The 2018 Crisis: Evacuation and Aftermath
Authorities evacuated more than 25,000 people downstream, initially Puerto Valdivia and then the broader Cocoa River basin. The flooding damaged dozens of homes and essential facilities, including schools and a healthcare centre, turning what should have been a major energy milestone into a cautionary tale about the human costs of mismanaged megaprojects. Although the government gave the all-clear to return, many residents chose to stay away, and more than 400 families remained homeless. The incident exposed how modern megaprojects can rapidly destabilize social structures when safety, environmental, and community considerations are subordinated to the race to complete construction.
Context: Social, Environmental and Economic Impacts
The Ituango project sits in a region with a history of violence and displacement, including mass graves, disappearances, and large-scale population movements between 1990 and 2016. While the dam promised flood mitigation and broader energy security, critics argue that environmental impact assessments underestimated the risk to local communities and agriculture. The Cocoa River valley supports thousands of hectares of sugarcane and irrigated crops, contributing to Colombia's ethanol production and food security. Indirect beneficiaries would have included improved grid reliability and reduced reliance on expensive thermal plants, but these gains remain contested in light of the social and environmental costs incurred by the disaster and ongoing construction delays.

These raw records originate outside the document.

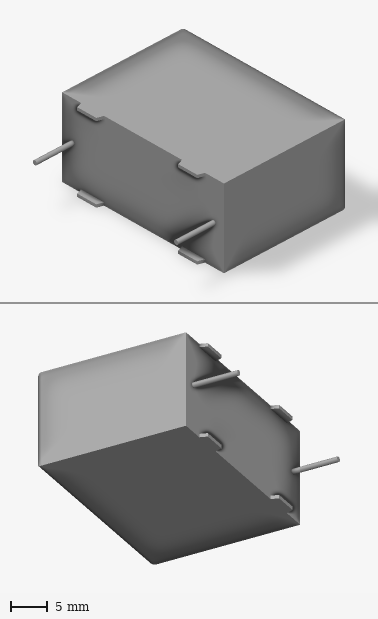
import cadquery as cq

width = 31.5
height = 14.52
overall_depth = 30.5
pin_length = 7.1
depth = overall_depth - pin_length
back_fillet = 0.9

tab_spacing = 19.65
tab_base_width = 4.47
tab_tip_width = 3.72
tab_length = 1.1
tab_thickness = 0.55

pin_diameter = 0.8
pin_spacing = 27.5


def make_tab(center_x, bottom_z):
    """Trapezoid plate whose wide end sits on the front face."""
    return (
        cq.Workplane("XY", origin=(center_x, 0, bottom_z))
        .moveTo(-tab_base_width / 2, 0)
        .lineTo(-tab_tip_width / 2, -tab_length)
        .lineTo(tab_tip_width / 2, -tab_length)
        .lineTo(tab_base_width / 2, 0)
        .close()
        .extrude(tab_thickness)
    )


def make_housing():
    """Block with rounded edges around its back face and four tabs on its front face."""
    housing = cq.Workplane("XY").box(width, depth, height, centered=(True, False, True))
    housing = housing.faces(">Y").edges().fillet(back_fillet)
    for center_x in (-tab_spacing / 2, tab_spacing / 2):
        for bottom_z in (-height / 2, height / 2 - tab_thickness):
            housing = housing.union(make_tab(center_x, bottom_z))
    return housing.solids()


def make_pin(center_x):
    """Round pin along -Y, standing on the front face at mid height."""
    return cq.Workplane("XZ", origin=(center_x, 0, 0)).circle(pin_diameter / 2).extrude(pin_length)


housing = make_housing()
pins = [make_pin(center_x) for center_x in (-pin_spacing / 2, pin_spacing / 2)]

result = cq.Compound.makeCompound([housing.val(), *[pin.val() for pin in pins]])

Lessons Learned and Looking Forward
The video emphasizes that money and political pressure cannot substitute for rigorous engineering standards, transparent consultation with local communities, or robust environmental impact analyses. The Ituango case illustrates the risks of applying aggressive project schedules to complex, geologically challenging environments and underscores the importance of independent oversight, contingency planning, and a holistic approach to risk that accounts for human life as a primary objective. The project team continues to push toward completion, with ongoing work to install the remaining turbines and to manage downstream risk as Colombia continues to pursue a large-scale energy transition.
Conclusion
Colombia's Ituango Dam story is a stark reminder of the scale and complexity of modern infrastructure. It shows how ambitious plans can deliver benefits, but also how easily those benefits can be undermined by technical, political, and social misalignments. The video frames Ituango as a powerful case study in the responsible design and management of megaprojects, energy policy, and the protection of communities in the path of progress.